# Taking over my new sod



## ddrriizz (May 20, 2019)

This grassy weed is taking over my 5 month sod. Can someone help me identify this weed. It's currently in about 80% of the new sod.


----------



## Spammage (Apr 30, 2017)

@ddrriizz a lot of that looks like crabgrass, but some of it also looks like dallisgrass.


----------



## Slim 1938 (Aug 24, 2019)

Sure looks like crabgrass.


----------



## Mister Bill (Apr 12, 2019)

Slim 1938 said:


> Sure looks like crabgrass.


Yep.


----------



## Batsonbe (May 9, 2019)

Agree crab grass


----------



## cldrunner (May 14, 2019)

Does Celsius or Tenacity kill or suppress crabgrass?


----------



## lambert (Sep 12, 2018)

What about quinclorac?


----------



## p1muserfan (Jul 7, 2019)

Quinclorac will smoke crabgrass. When I finally went after my crabgrass infested lawn last July it was very effective. But once you smoke the visible crabgrass, more is coming behind it. I ended up doing 1 round of MSMA (before I knew it's a no-no) and 2 rounds of Quinclorac. Eradicating as much as possible before it dies off and drops seeds for next season is a good idea, you just have to decide when to do your 2 rounds.


----------



## Mister Bill (Apr 12, 2019)

cldrunner said:


> Does Celsius or Tenacity kill or suppress crabgrass?





lambert said:


> What about quinclorac?


Quinclorac and MSMA are my 'go to' for crabgrass in Bermuda. Quinclorac stresses the turf more, but is labeled, MSMA is not. I have not had much luck with Celsius with mature crabgrass, others say they have. I have never used Tenacity.


----------



## Mister Bill (Apr 12, 2019)

p1muserfan said:


> Quinclorac will smoke crabgrass. When I finally went after my crabgrass infested lawn last July it was very effective. But once you smoke the visible crabgrass, more is coming behind it. I ended up doing 1 round of MSMA (before I knew it's a no-no) and 2 rounds of Quinclorac. Eradicating as much as possible before it dies off and drops seeds for next season is a good idea, you just have to decide when to do your 2 rounds.

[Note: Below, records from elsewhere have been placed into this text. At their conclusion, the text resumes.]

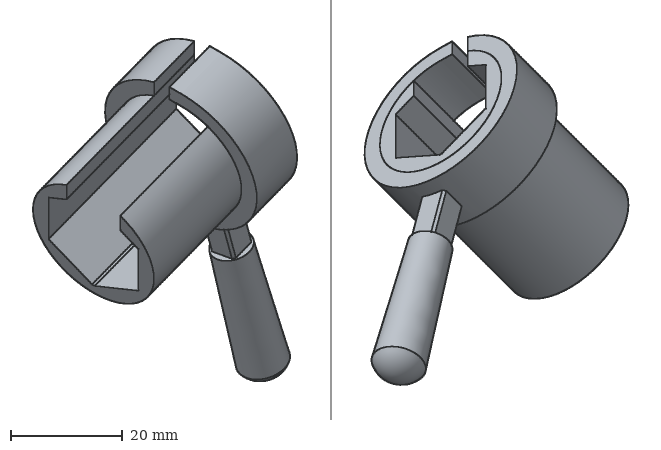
import cadquery as cq
import math

ring_radius = 17.0
tube_radius = 13.5
tube_length = 38.0
ring_width = 12.0
ring_front = tube_length - ring_width

slot_half_width = 6.0
ring_gap_right = -2.55
hex_across_flats = 20.05
hex_corner_radius = hex_across_flats / math.sqrt(3)
hex_bottom_flat = 0.6

lever_angle = 14.6
lever_y = tube_length - ring_width / 2
rod_width = 5.6
rod_chamfer = 0.5
grip_start = 26.9
grip_end = 54.8
grip_start_radius = 4.1
grip_end_radius = 5.0
dome_height = 3.1

def front_plane(y):
    """Plane with X right and Z up; extruding by a negative length goes toward +Y."""
    return cq.Workplane("XZ", origin=(0, y, 0))

def place_on_lever(shape):
    """Turn a shape built along -Z into the lever's direction."""
    return shape.rotate((0, 0, 0), (0, 1, 0), -lever_angle).translate((0, lever_y, 0))

def make_tube():
    """Round tube with a hexagonal bore and an open slot along its top."""
    tube = front_plane(0).circle(tube_radius).extrude(-tube_length)
    half_flats = hex_across_flats / 2
    half_side = hex_corner_radius / 2
    half_bottom = hex_bottom_flat / 2
    bottom_z = -hex_corner_radius + half_bottom / math.sqrt(3)
    bore = (
        front_plane(0)
        .moveTo(0, hex_corner_radius)
        .lineTo(half_flats, half_side)
        .lineTo(half_flats, -half_side)
        .lineTo(half_bottom, bottom_z)
        .lineTo(-half_bottom, bottom_z)
        .lineTo(-half_flats, -half_side)
        .lineTo(-half_flats, half_side)
        .close()
        .extrude(-tube_length)
    )
    slot = (
        front_plane(0)
        .moveTo(0, tube_radius / 2)
        .rect(2 * slot_half_width, tube_radius)
        .extrude(-tube_length)
    )

    return tube.cut(bore).cut(slot)

def make_ring():
    """Split ring around the tube; its right end runs straight from the top to the gap."""
    left_outer_z = math.sqrt(ring_radius**2 - slot_half_width**2)
    left_inner_z = math.sqrt(tube_radius**2 - slot_half_width**2)
    return (
        front_plane(ring_front)
        .moveTo(ring_gap_right, ring_radius)
        .lineTo(0, ring_radius)
        .threePointArc((0, -ring_radius), (-slot_half_width, left_outer_z))
        .lineTo(-slot_half_width, left_inner_z)
        .threePointArc((0, -tube_radius), (0, tube_radius))
        .lineTo(ring_gap_right, tube_radius)
        .close()
        .extrude(-ring_width)
    )

def make_rod():
    """Square rod with bevelled edges, reaching from the ring wall to the grip."""
    rod = (
        cq.Workplane("XY", origin=(0, 0, -grip_start))
        .rect(rod_width, rod_width)
        .extrude(grip_start - tube_radius)
        .edges("|Z")
        .chamfer(rod_chamfer)
    )
    bore = front_plane(ring_front).circle(tube_radius).extrude(-ring_width)
    return place_on_lever(rod).cut(bore)

def make_grip():
    """Tapered round grip with a domed end."""
    dome_radius = (grip_end_radius**2 + dome_height**2) / (2 * dome_height)
    dome_centre = grip_end + dome_height - dome_radius
    half_angle = math.asin(grip_end_radius / dome_radius) / 2
    dome_middle = (
        dome_radius * math.sin(half_angle),
        -dome_centre - dome_radius * math.cos(half_angle),
    )
    grip = (
        cq.Workplane("XZ")
        .moveTo(0, -grip_start)
        .lineTo(grip_start_radius, -grip_start)
        .lineTo(grip_end_radius, -grip_end)
        .threePointArc(dome_middle, (0, -grip_end - dome_height))
        .close()
        .revolve(360, (0, 0, 0), (0, 1, 0))
    )
    return place_on_lever(grip)

tube = make_tube()
ring_with_rod = make_ring().union(make_rod())
grip = make_grip()

result = cq.Compound.makeCompound([tube.val(), ring_with_rod.val(), grip.val()])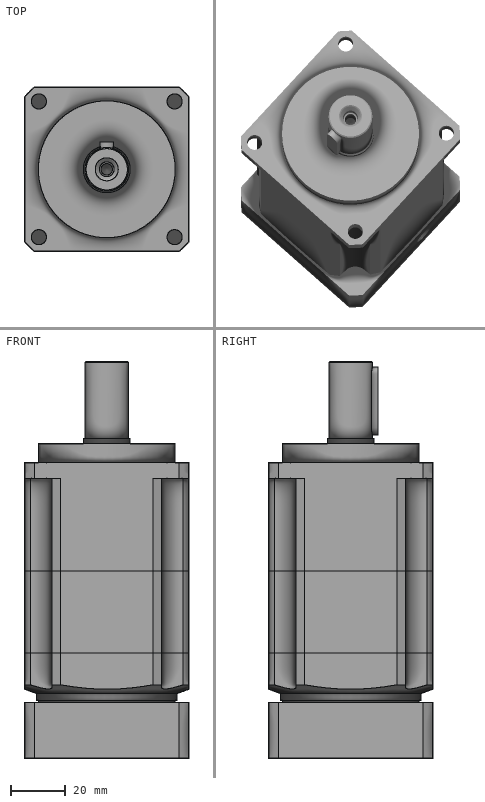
import cadquery as cq
import math

width = 60.0
half_width = width / 2
corner_diameter = 80.0

total_height = 145.0
adapter_height = 20.5
cone_mid_height = 25.2
ring_bottom = 38.4
ring_top = 68.5

flange_thickness = 5.8
pilot_diameter = 50.0
pilot_height = 7.0
mount_hole_diameter = 5.5
mount_hole_offset = 24.8

channel_wall = 20.0
facet_start = 17.0
facet_end = 27.8
channel_radius = mount_hole_offset - channel_wall

cone_angle = 20.0
neck_diameter = 51.5
spigot_diameter = 50.0
spigot_height = 0.7

shaft_diameter = 16.0
shaft_length = 30.0
shaft_chamfer = 0.5
collar_diameter = 17.1
collar_height = 1.9

mouth_diameter = 8.4
seat_diameter = 7.5
relief_diameter = 5.4
drill_diameter = 4.2
mouth_depth = 0.5
seat_depth = 2.5
relief_depth = 5.5
drill_depth = 12.5
drill_tip_angle = 118.0

key_width = 5.0
key_depth = 5.0
key_length = 25.0
key_top_gap = 2.0
key_outer_radius = 10.0

access_y = -6.5
access_z = 10.6
access_diameter = 6.7
access_depth = 3.2
screw_bore_diameter = 6.2
screw_bore_depth = 5.8
screw_bore_rise = 0.1
socket_diameter = 3.2
socket_depth = 2.0

pilot_top = total_height - shaft_length
flange_top = pilot_top - pilot_height
flange_bottom = flange_top - flange_thickness


def turned_square(bottom, top):
    """Square block whose vertical corners are turned to a cylinder."""
    height = top - bottom
    block = cq.Workplane("XY").workplane(offset=bottom).rect(width, width).extrude(height)
    blank = cq.Workplane("XY").workplane(offset=bottom).circle(corner_diameter / 2).extrude(height)
    return block.intersect(blank)


def channel_profile():
    """Closed outline cut from the +X +Y corner to leave a rounded channel with bevelled lips."""
    arc_middle = mount_hole_offset - channel_radius * math.sqrt(0.5)
    return (
        cq.Workplane("XY")
        .moveTo(facet_start, half_width)
        .lineTo(channel_wall, facet_end)
        .lineTo(channel_wall, mount_hole_offset)
        .threePointArc((arc_middle, arc_middle), (mount_hole_offset, channel_wall))
        .lineTo(facet_end, channel_wall)
        .lineTo(half_width, facet_start)
        .lineTo(half_width, half_width)
        .close()
    )


def gearbox_section(bottom, top):
    """Square column with a bolt channel along each corner."""
    height = top - bottom
    column = cq.Workplane("XY").rect(width, width).extrude(height)
    channel = channel_profile().extrude(height)
    for corner in range(4):
        column = column.cut(channel.rotate((0, 0, 0), (0, 0, 1), 90 * corner))
    return column.translate((0, 0, bottom))


def make_front_housing():
    """Channelled column with the mounting flange and the pilot boss."""
    housing = gearbox_section(ring_top, flange_bottom)
    housing = housing.union(turned_square(flange_bottom, flange_top))
    pilot = cq.Workplane("XY").workplane(offset=flange_top).circle(pilot_diameter / 2).extrude(pilot_height)
    mount_holes = (
        cq.Workplane("XY")
        .workplane(offset=flange_bottom)
        .rect(2 * mount_hole_offset, 2 * mount_hole_offset, forConstruction=True)
        .vertices()
        .circle(mount_hole_diameter / 2)
        .extrude(flange_thickness)
    )
    return housing.union(pilot).cut(mount_holes)


def make_ring_gear():
    """Middle section of the channelled column."""
    return gearbox_section(ring_bottom, ring_top)


def make_rear_housing():
    """Channelled column whose lower end is turned to a cone above a stepped neck."""
    neck_radius = neck_diameter / 2
    outer_radius = corner_diameter / 2
    slope = math.tan(math.radians(cone_angle))
    cone_bottom = cone_mid_height - (half_width - neck_radius) * slope
    cone_top = cone_mid_height + (outer_radius - half_width) * slope
    turned_envelope = (
        cq.Workplane("XZ")
        .moveTo(0, cone_bottom)
        .lineTo(neck_radius, cone_bottom)
        .lineTo(outer_radius, cone_top)
        .lineTo(outer_radius, ring_bottom)
        .lineTo(0, ring_bottom)
        .close()
        .revolve(360, (0, 0, 0), (0, 1, 0))
    )
    neck_bottom = adapter_height + spigot_height
    neck = (
        cq.Workplane("XY")
        .workplane(offset=neck_bottom)
        .circle(neck_radius)
        .extrude(cone_bottom - neck_bottom)
    )
    spigot = (
        cq.Workplane("XY")
        .workplane(offset=adapter_height)
        .circle(spigot_diameter / 2)
        .extrude(spigot_height)
    )
    column = gearbox_section(cone_bottom, ring_bottom)
    return column.intersect(turned_envelope).union(neck).union(spigot)


def make_adapter():
    """Motor adapter block with a stepped clamp screw access hole."""
    adapter = turned_square(0, adapter_height)
    inner_z = access_z + screw_bore_rise
    bore_start = access_depth
    socket_start = bore_start + screw_bore_depth
    steps = [
        (access_diameter, access_z, 0, access_depth),
        (screw_bore_diameter, inner_z, bore_start, screw_bore_depth),
        (socket_diameter, inner_z, socket_start, socket_depth),
    ]
    for diameter, height, start, depth in steps:
        bore = (
            cq.Workplane("YZ")
            .workplane(offset=start - half_width)
            .center(access_y, height)
            .circle(diameter / 2)
            .extrude(depth)
        )
        adapter = adapter.cut(bore)
    return adapter


def make_key():
    """Parallel key with fully rounded ends."""
    key_center = total_height - key_top_gap - key_length / 2
    return (
        cq.Workplane("XZ", origin=(0, key_outer_radius, key_center))
        .slot2D(key_length, key_width, 90)
        .extrude(key_depth)
    )


def make_center_hole():
    """Revolved tool: protecting chamfer, tapered seat, relief and drill with its tip."""
    drill_radius = drill_diameter / 2
    tip_height = drill_radius / math.tan(math.radians(drill_tip_angle / 2))
    return (
        cq.Workplane("XZ")
        .moveTo(0, total_height)
        .lineTo(mouth_diameter / 2, total_height)
        .lineTo(seat_diameter / 2, total_height - mouth_depth)
        .lineTo(relief_diameter / 2, total_height - seat_depth)
        .lineTo(relief_diameter / 2, total_height - relief_depth)
        .lineTo(drill_radius, total_height - relief_depth)
        .lineTo(drill_radius, total_height - drill_depth)
        .lineTo(0, total_height - drill_depth - tip_height)
        .close()
        .revolve(360, (0, 0, 0), (0, 1, 0))
    )


def make_shaft():
    """Output shaft with collar, chamfered end, centre hole and keyway."""
    collar = cq.Workplane("XY").workplane(offset=pilot_top).circle(collar_diameter / 2).extrude(collar_height)
    journal = (
        cq.Workplane("XY")
        .workplane(offset=pilot_top)
        .circle(shaft_diameter / 2)
        .extrude(shaft_length)
        .faces(">Z")
        .chamfer(shaft_chamfer)
    )
    return journal.union(collar).cut(make_center_hole()).cut(make_key())


front_housing = make_front_housing()
ring_gear = make_ring_gear()
rear_housing = make_rear_housing()
adapter = make_adapter()
shaft = make_shaft()
key = make_key()

result = cq.Compound.makeCompound([
    front_housing.val(),
    ring_gear.val(),
    rear_housing.val(),
    adapter.val(),
    shaft.val(),
    key.val(),
])

Pre-m is the most effective defense against CG. If the OP's sod is well established, it would behoove him to go ahead and lay some down.


----------



## jbcarter14 (Aug 12, 2018)

How long after new sod do you spot spray for weeds?


----------



## ddrriizz (May 20, 2019)

Thanks everyone, gonna invest in quinclorac.


----------



## Batsonbe (May 9, 2019)

ddrriizz said:


> Thanks everyone, gonna invest in quinclorac.


You have to use a non ionic surfactant I'm almost sure with quinclorac. Research before you buy

Edit: Duo Stick Select; seed oil is recommended


----------



## Redtwin (Feb 9, 2019)

Batsonbe said:


> ddrriizz said:
> 
> 
> > Thanks everyone, gonna invest in quinclorac.
> ...


Just be ready for it to ding the good stuff a bit. Read the label carefully.


----------



## Mister Bill (Apr 12, 2019)

And if I may add, use a good fan spray tip to apply. Evenly blanket spray a heavy mist, don't over soak the leaf.


----------



## Slim 1938 (Aug 24, 2019)

Be careful with the quinclorac. I blanket sprayed my tifway last year and it ruined my lawn for remainder of season. I would mix it on the low end rather than go heavy. I spot sprayed some dandelions about a week ago and it left red looking tips on blades also.


----------



## Mister Bill (Apr 12, 2019)

Slim 1938 said:


> Be careful with the quinclorac. I blanket sprayed my tifway last year and it ruined my lawn for remainder of season. I would mix it on the low end rather than go heavy. I spot sprayed some dandelions about a week ago and it left red looking tips on blades also.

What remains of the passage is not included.